Re: Re: Synch Rep: direct transfer of WAL file from the primary to the standby

From: Fujii Masao <masao(dot)fujii(at)gmail(dot)com>
To: Heikki Linnakangas <heikki(dot)linnakangas(at)enterprisedb(dot)com>
Cc: Tom Lane <tgl(at)sss(dot)pgh(dot)pa(dot)us>, Greg Stark <gsstark(at)mit(dot)edu>, PostgreSQL-development <pgsql-hackers(at)postgresql(dot)org>
Subject: Re: Re: Synch Rep: direct transfer of WAL file from the primary to the standby
Date: 2009-07-08 06:04:15
Message-ID: 3f0b79eb0907072304h70a969d7m3f150a775414c934@mail.gmail.com
Views: Raw Message | Whole Thread | Download mbox | Resend email
Thread:
Lists: pgsql-hackers

Hi,

Thanks for the brilliant comments!

On Wed, Jul 8, 2009 at 4:00 AM, Heikki
Linnakangas<heikki(dot)linnakangas(at)enterprisedb(dot)com> wrote:
>> There are still some interesting questions in this about exactly how you
>> switch over from "catchup mode" to following the live WAL broadcast.
>> With the above design it would be the master's responsibility to manage
>> that, since presumably the requested start position will almost always
>> be somewhat behind the live end of WAL.  It might be nicer to push that
>> complexity to the slave side, but then you do need two data paths
>> somehow (ie, retrieving the slightly-stale WAL is separated from
>> tracking live events).  Which is what you're saying we should avoid,
>> and I do see the point there.
>
> Yeah, that logic belongs to the master.
>
> We'll want to send message from the master to the slave when the catchup
> is done, so that the slave knows it's up-to-date. For logging, if for no
> other reason.

This seems to be a main difference between us. You and Tom think
that the catchup (transferring the old XLOG file) and WAL streaming
(shipping the latest XLOG records continuously) are performed in
serial by using the same connection.
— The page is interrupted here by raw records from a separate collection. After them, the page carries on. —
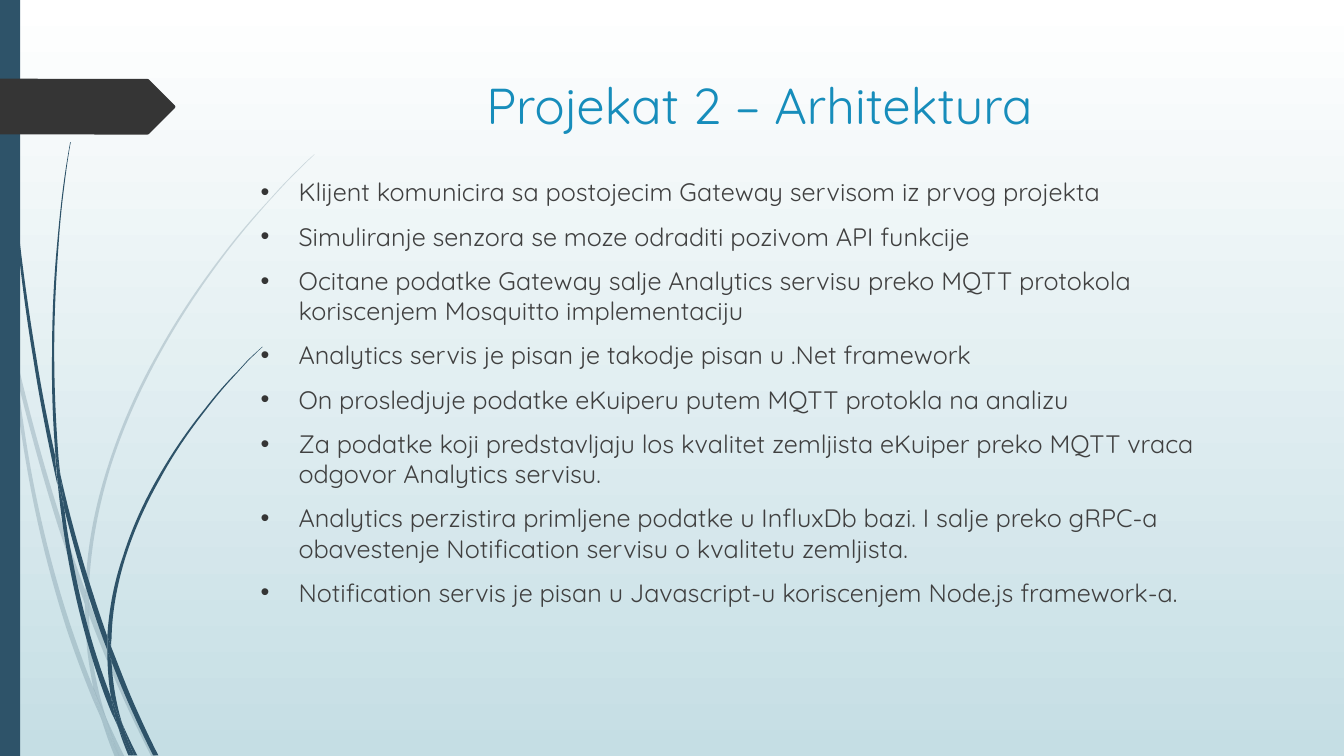
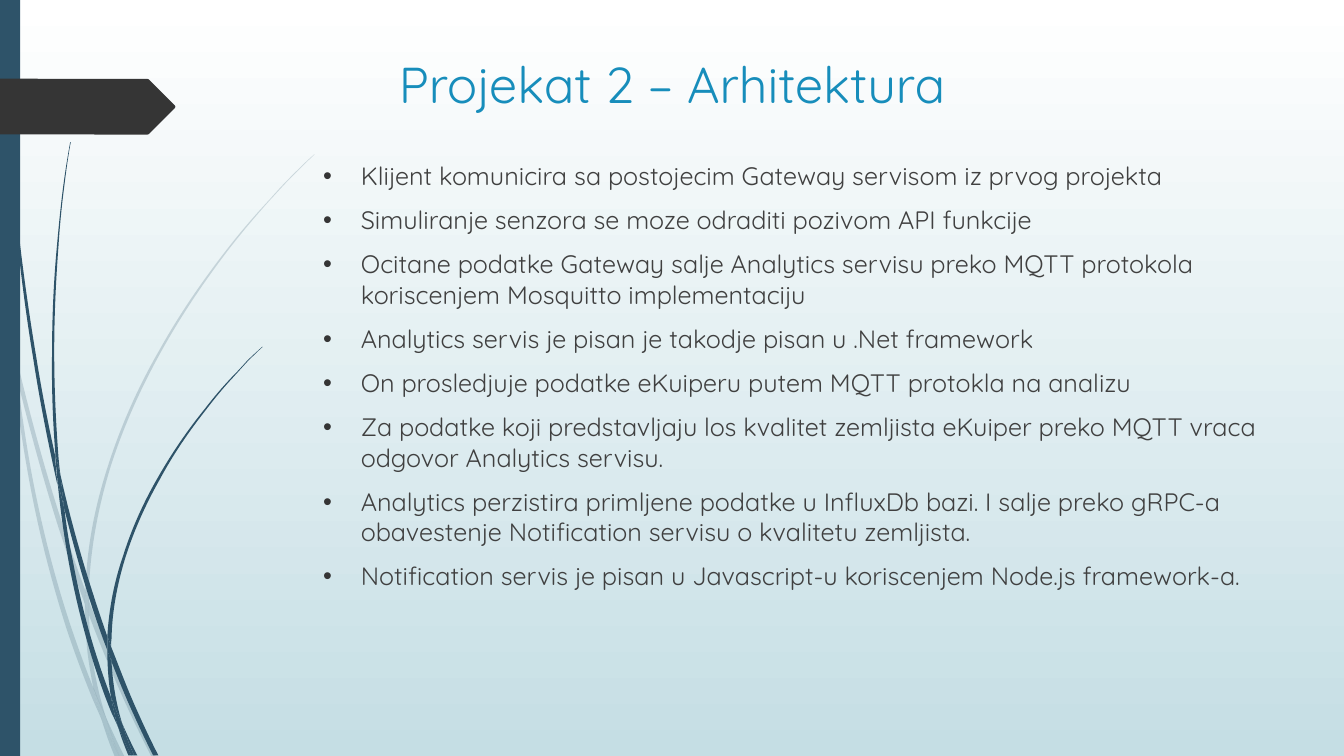
Before and after one commit to TeaMitic/SOA, a slide deck: slide 10 of Prezentacija projekata/Servisno-orijentisane arhitekture – Projekti.pptx. Drawn at 1344x756 pixels with LibreOffice and Linux fonts; fonts in the diff are those of the drawing. Boxes give left, top, right and bottom in pixels: in the first picture for what was removed or moved away, otherwise in the second. Text is boxed around its words. In the diff, an @@ line names an element or a change of style, - is before the commit and + after.

```diff
--- a/Prezentacija projekata/Servisno-orijentisane arhitekture – Projekti.pptx
+++ b/Prezentacija projekata/Servisno-orijentisane arhitekture – Projekti.pptx
@@ title "Projekat 2 – Arhitektura" moved from (x1=486, y1=86, x2=1032, y2=134) to (x1=399, y1=65, x2=945, y2=113) @@
@@ text "Klijent komunicira sa postojecim Gateway ..." moved from (x1=299, y1=182, x2=1193, y2=607) to (x1=361, y1=166, x2=1256, y2=590) @@
```
Also in this commit, not shown: 9 other slides changed.

I think that in parallel by using
more than one connection. I'd like to build consensus which design
should be chosen. If my design is worse, I'll change the patch
according to the other design.

In my design, WAL streaming is performed between walsender and
walreceiver. In parallel with that, the startup process requests the
old XLOG file to a normal backend if it's not found during recovery.
If the startup process has reached the WAL streaming start position,
it's guaranteed that all the XLOG files required for recovery exist in
the standby, which means that it's up-to-date. After that, the startup
process replays only the records shipped by WAL streaming.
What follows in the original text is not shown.